• [YOUR ASSIGNMENT]
Return only that part of the material below which starts with the line containing "collar_radius = body_width / 2" and goes on through the line containing "slot_centre = lowest_groove_height", restated exactly.

START WORKING DATA

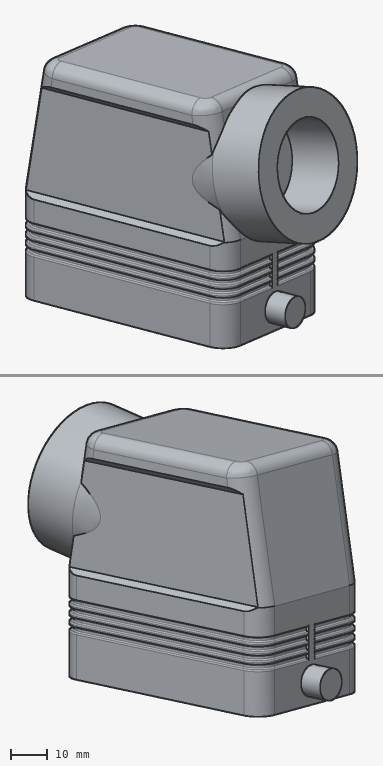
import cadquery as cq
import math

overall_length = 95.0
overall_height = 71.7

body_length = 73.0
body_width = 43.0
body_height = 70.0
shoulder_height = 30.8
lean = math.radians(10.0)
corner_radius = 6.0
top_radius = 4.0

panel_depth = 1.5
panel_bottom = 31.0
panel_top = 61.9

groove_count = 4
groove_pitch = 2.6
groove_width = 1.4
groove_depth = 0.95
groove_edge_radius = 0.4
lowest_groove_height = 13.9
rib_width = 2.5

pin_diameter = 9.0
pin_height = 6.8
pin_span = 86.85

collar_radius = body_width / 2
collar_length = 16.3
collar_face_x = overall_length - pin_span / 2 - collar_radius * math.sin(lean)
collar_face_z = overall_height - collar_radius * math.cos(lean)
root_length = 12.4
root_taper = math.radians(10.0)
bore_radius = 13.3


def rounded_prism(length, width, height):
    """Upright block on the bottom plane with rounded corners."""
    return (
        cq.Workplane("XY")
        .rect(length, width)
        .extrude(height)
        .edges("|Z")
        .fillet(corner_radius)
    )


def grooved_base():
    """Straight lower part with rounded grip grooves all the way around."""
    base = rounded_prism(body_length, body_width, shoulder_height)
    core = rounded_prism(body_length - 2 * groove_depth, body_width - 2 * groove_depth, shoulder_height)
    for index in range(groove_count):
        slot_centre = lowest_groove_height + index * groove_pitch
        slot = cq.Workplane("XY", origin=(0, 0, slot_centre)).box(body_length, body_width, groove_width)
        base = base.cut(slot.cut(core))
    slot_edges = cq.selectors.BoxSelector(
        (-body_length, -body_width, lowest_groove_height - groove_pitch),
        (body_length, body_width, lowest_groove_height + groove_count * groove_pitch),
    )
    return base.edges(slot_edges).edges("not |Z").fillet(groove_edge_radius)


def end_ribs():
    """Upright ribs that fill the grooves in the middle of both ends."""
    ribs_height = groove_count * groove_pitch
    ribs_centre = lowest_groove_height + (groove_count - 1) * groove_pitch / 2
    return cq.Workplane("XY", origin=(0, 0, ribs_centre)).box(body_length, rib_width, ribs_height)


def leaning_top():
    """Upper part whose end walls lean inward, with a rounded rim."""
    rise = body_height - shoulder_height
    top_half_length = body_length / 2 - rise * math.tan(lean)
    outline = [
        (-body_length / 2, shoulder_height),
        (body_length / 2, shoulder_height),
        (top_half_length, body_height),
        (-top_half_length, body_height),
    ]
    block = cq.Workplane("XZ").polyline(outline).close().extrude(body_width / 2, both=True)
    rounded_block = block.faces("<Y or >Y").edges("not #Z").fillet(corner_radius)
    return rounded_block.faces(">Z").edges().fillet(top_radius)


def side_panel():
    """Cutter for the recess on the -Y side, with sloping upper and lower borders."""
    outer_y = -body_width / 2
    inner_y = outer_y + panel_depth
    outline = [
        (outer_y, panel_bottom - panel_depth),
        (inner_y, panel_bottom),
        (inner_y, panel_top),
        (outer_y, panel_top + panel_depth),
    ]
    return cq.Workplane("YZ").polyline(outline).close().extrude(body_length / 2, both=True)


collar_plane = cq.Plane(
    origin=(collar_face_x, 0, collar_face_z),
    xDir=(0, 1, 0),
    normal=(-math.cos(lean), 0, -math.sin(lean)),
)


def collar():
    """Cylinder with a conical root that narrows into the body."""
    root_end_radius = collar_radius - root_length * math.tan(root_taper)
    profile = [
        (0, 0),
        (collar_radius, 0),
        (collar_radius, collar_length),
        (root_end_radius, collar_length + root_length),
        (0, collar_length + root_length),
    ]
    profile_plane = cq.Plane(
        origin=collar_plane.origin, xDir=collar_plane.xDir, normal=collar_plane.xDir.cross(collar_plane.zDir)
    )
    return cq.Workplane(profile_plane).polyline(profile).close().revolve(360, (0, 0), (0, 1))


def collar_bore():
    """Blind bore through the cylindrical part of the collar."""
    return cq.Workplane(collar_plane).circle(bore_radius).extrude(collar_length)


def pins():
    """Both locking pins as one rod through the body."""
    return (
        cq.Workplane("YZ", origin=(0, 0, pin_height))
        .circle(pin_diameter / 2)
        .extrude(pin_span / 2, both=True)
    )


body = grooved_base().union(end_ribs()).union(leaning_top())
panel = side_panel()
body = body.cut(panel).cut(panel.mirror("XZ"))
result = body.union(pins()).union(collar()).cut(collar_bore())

END WORKING DATA

• [PROBLEM SOLUTION]
collar_radius = body_width / 2
collar_length = 16.3
collar_face_x = overall_length - pin_span / 2 - collar_radius * math.sin(lean)
collar_face_z = overall_height - collar_radius * math.cos(lean)
root_length = 12.4
root_taper = math.radians(10.0)
bore_radius = 13.3


def rounded_prism(length, width, height):
    """Upright block on the bottom plane with rounded corners."""
    return (
        cq.Workplane("XY")
        .rect(length, width)
        .extrude(height)
        .edges("|Z")
        .fillet(corner_radius)
    )


def grooved_base():
    """Straight lower part with rounded grip grooves all the way around."""
    base = rounded_prism(body_length, body_width, shoulder_height)
    core = rounded_prism(body_length - 2 * groove_depth, body_width - 2 * groove_depth, shoulder_height)
    for index in range(groove_count):
        slot_centre = lowest_groove_height + index * groove_pitch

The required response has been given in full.